We arrived in Croatia in Zadar by one of these ferries from Ancona and returned there by the Marko Polo from Split (journey times around 8 hours – one leg was overnight). Ancona is an easy couple of hours train ride from Bologna. Arriving and departing from Split is so easy as the ferry terminal is right by the bus and rail stations and a short walk from the city centre. Ancona is another story! Arriving at Ancona station one can take the free bus (number 12) to the ferry terminal which is adjacent to the town centre (worth a visit). We chose to walk (about 20 minutes). However tickets cannot be picked up at the ferry terminal! One has to catch the free bus 20 at the terminal to another office in between Ancona main rail station and the maritime station and way off the road we walked! Then one has to catch the free bus back (and hope the driver who dropped you off waits for you!). All foot passengers were caught out by this one and some Blueline passengers had to sprint for their earlier departure – it could only happen in Italy! In conclusion – if departing from Ancona try to have your tickets issued in advance or leave enough time to do all the above. Anytime left in hand could be used to explore the lovely city of Ancona.

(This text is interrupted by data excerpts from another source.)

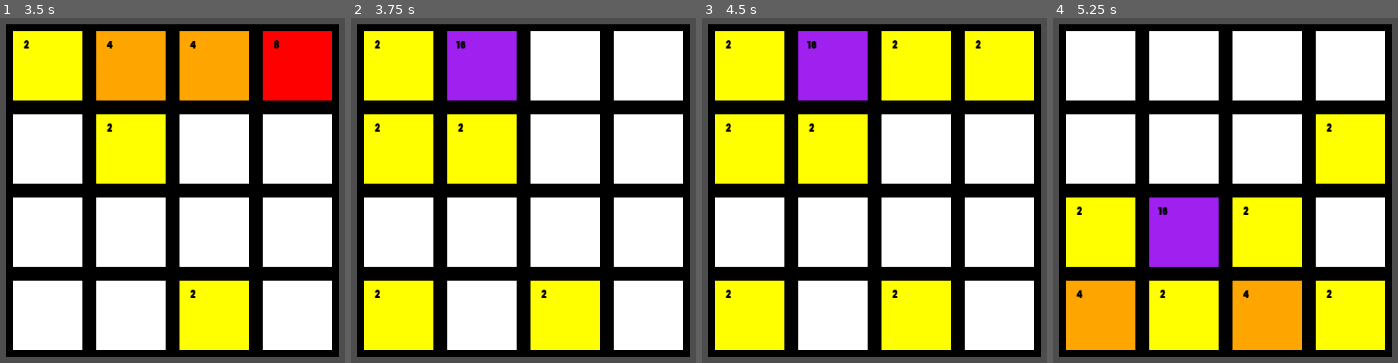
Above: before the commit, frames 1-4 (left to right).
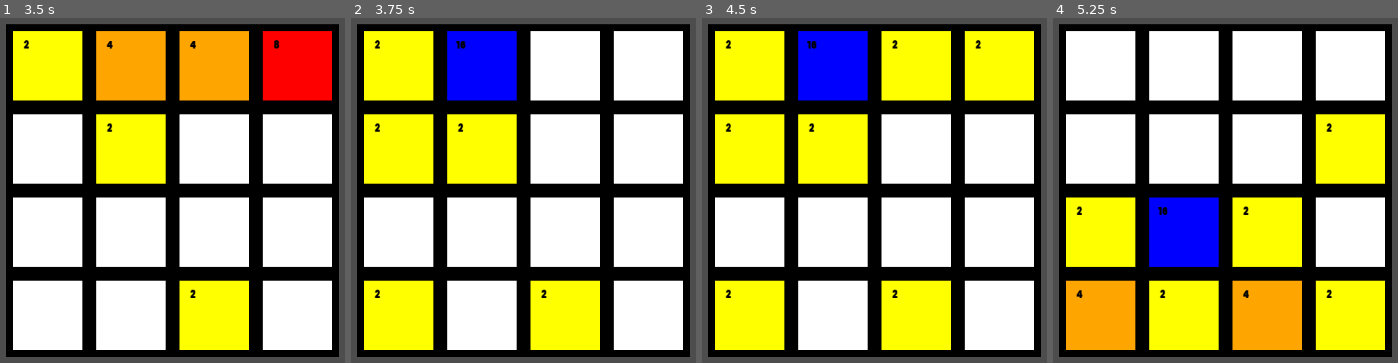
Above: after the commit, the same moments.

Repository: Sikkabakka/2048-remake
Game: Godot game, scene res://main.tscn
Two runs of this game, one before a commit and one after it. Both use one fixed random seed, a clock stepped at 60 frames per second and the inputs below.
Inputs:
- Up to frame 1 (3.5 s): tap Enter at 0.5, 2 s; hold D (move_right) 0.53-1.28 s; tap Space (space) at 0.6, 1.25, 1.35, 2.1, 2.75, 2.85 s; hold S (move_down) 1.28-2.03 s; hold D (move_right) 2.03-2.78 s; hold W (move_up) from 2.78 s (still down)
- Up to frame 2 (3.75 s): tap Enter at 3.5 s; release W (move_up) at 3.53 s; hold A (move_left) from 3.53 s (still down); tap Space (space) at 3.6 s
- Up to frame 3 (4.5 s): keep holding A (move_left); tap Space (space) at 4.25, 4.35 s
- Up to frame 4 (5.25 s): release A (move_left) at 5.03 s; hold S (move_down) from 5.03 s (still down); tap Space (space) at 5.1 s

Frame 1 is identical in both runs. In frame 2, 4.1% of the frame differs, in the area x 27-49%, y 3-25%; in frame 3, 4.1%; in frame 4, 4.1%.

Commit message:
skipper animation

Diff:
--- a/2048/color_rect.gd
+++ b/2048/color_rect.gd
@@ -5,9 +5,10 @@
 @onready var label: Label = $Label
 var value = 2
 var tilesize = Vector2(100, 100)
+var next_position : Vector2
 # Called when the node enters the scene tree for the first time.
 
-
+var tween : Tween
 var mapsize = 4
 func _ready() -> void:
 	if value == 2:
@@ -20,17 +21,20 @@
 
 
 
-func move(position: Vector2) -> void:
+func move(tween_position: Vector2) -> void:
 	not_moving = false
 
-	var tween = get_tree().create_tween()
-	tween.tween_property(self, "position",position, 0.1)
+	if tween and tween.is_running():
+		position = next_position
+		tween.kill()
+
+	tween = get_tree().create_tween()
+	next_position = tween_position
+
+	tween.tween_property(self, "position",tween_position, 0.1)
 	tween.connect("finished", unpause)
 func die():
 	queue_free()
-	#var tween = get_tree().create_tween()
-	#tween.tween_property(self, "size",Vector2(0, 0), 2)
-	#tween.connect("finished", remove)
 func remove():
 	queue_free()
 func unpause():
--- a/2048/main.gd
+++ b/2048/main.gd
@@ -23,7 +23,11 @@
 var colorDict = {
 	2 : "yellow",
 	4 : "orange",
-	8 : "red"
+	8 : "red",
+	16: "blue",
+	32: "forest_green",
+	64: "hot_pink",
+	128: "LIGHT_GOLDENROD"
 }
 
 
@@ -174,6 +178,7 @@
 				update_maps(first_tile, next_tile + direction)
 
 
+
 func _process(delta: float) -> void:
 	if Input.is_action_just_pressed("space"):
 		spawn_random_tile()
--- a/2048/project.godot
+++ b/2048/project.godot
@@ -20,21 +20,25 @@
 move_right={
 "deadzone": 0.5,
 "events": [Object(InputEventKey,"resource_local_to_scene":false,"resource_name":"","device":0,"window_id":0,"alt_presse …(189 unchanged characters)…
+, Object(InputEventKey,"resource_local_to_scene":false,"resource_name":"","device":-1,"window_id":0,"alt_pressed":false,"shift_pressed":false,"ctrl_pressed":false,"meta_pressed":false,"pressed":false,"keycode":0,"physical_keycode":4194321,"key_label":0,"unicode":0,"location":0,"echo":false,"script":null)
 ]
 }
 move_left={
 "deadzone": 0.5,
 "events": [Object(InputEventKey,"resource_local_to_scene":false,"resource_name":"","device":-1,"window_id":0,"alt_press …(191 unchanged characters)…
+, Object(InputEventKey,"resource_local_to_scene":false,"resource_name":"","device":-1,"window_id":0,"alt_pressed":false,"shift_pressed":false,"ctrl_pressed":false,"meta_pressed":false,"pressed":false,"keycode":0,"physical_keycode":4194319,"key_label":0,"unicode":0,"location":0,"echo":false,"script":null)
 ]
 }
 move_down={
 "deadzone": 0.5,
 "events": [Object(InputEventKey,"resource_local_to_scene":false,"resource_name":"","device":-1,"window_id":0,"alt_press …(192 unchanged characters)…
+, Object(InputEventKey,"resource_local_to_scene":false,"resource_name":"","device":-1,"window_id":0,"alt_pressed":false,"shift_pressed":false,"ctrl_pressed":false,"meta_pressed":false,"pressed":false,"keycode":0,"physical_keycode":4194322,"key_label":0,"unicode":0,"location":0,"echo":false,"script":null)
 ]
 }
 move_up={
 "deadzone": 0.5,
 "events": [Object(InputEventKey,"resource_local_to_scene":false,"resource_name":"","device":-1,"window_id":0,"alt_press …(192 unchanged characters)…
+, Object(InputEventKey,"resource_local_to_scene":false,"resource_name":"","device":-1,"window_id":0,"alt_pressed":false,"shift_pressed":false,"ctrl_pressed":false,"meta_pressed":false,"pressed":false,"keycode":0,"physical_keycode":4194320,"key_label":0,"unicode":0,"location":0,"echo":false,"script":null)
 ]
 }
 space={

An excellent tourist agency based in Split and run by the excellent Vilma Butorac-Štimac is maestral. Vilma is Bosnian born and specialises in trips to Bosnia, Croatia and Macedonia using her expansive local knowledge and contacts. She also runs steam train trips in these countries.
I hope somebody with railway experience can tell me what these rail signs I found at Bologna and Ancona mean. I can’t fathom them out. A game of bingo or some kind of Latin square for the amusement of waiting passengers?
Our return train trip from Bologna to Munich took us through the amazing Brenner pass. Unfortunately we observed the plight of the refugees that are attempting to move on from Italy to countries further North. At no point did we feel threatened by the events, more saddened at the plight and treatment given to these unfortunates. From Trento onwards various officials from Italy and possibly Austria identified refugees – took any passports then moved them all to the final carriage of the train. We were never asked for our passports or where we were going. The train arrived at Brenner and I was informed that the rear carriage would be “cleared” for us to sit in (our carriage’s AC had failed in high heat). The Austrian officials then led these people away from the platform. Not a nice thing to see but again we did not witness any violence or feel threatened, though on another day…
One of my wishes is to travel to Iran. Here is an interesting article in the Times on Saturday 25th July. The route through Turkey by private train is opening up again – Lernidee are a German company and regent-holidays – a British firm offering this service. However the recent events in Turkey with ISIS and the Kurds need to be kept in mind.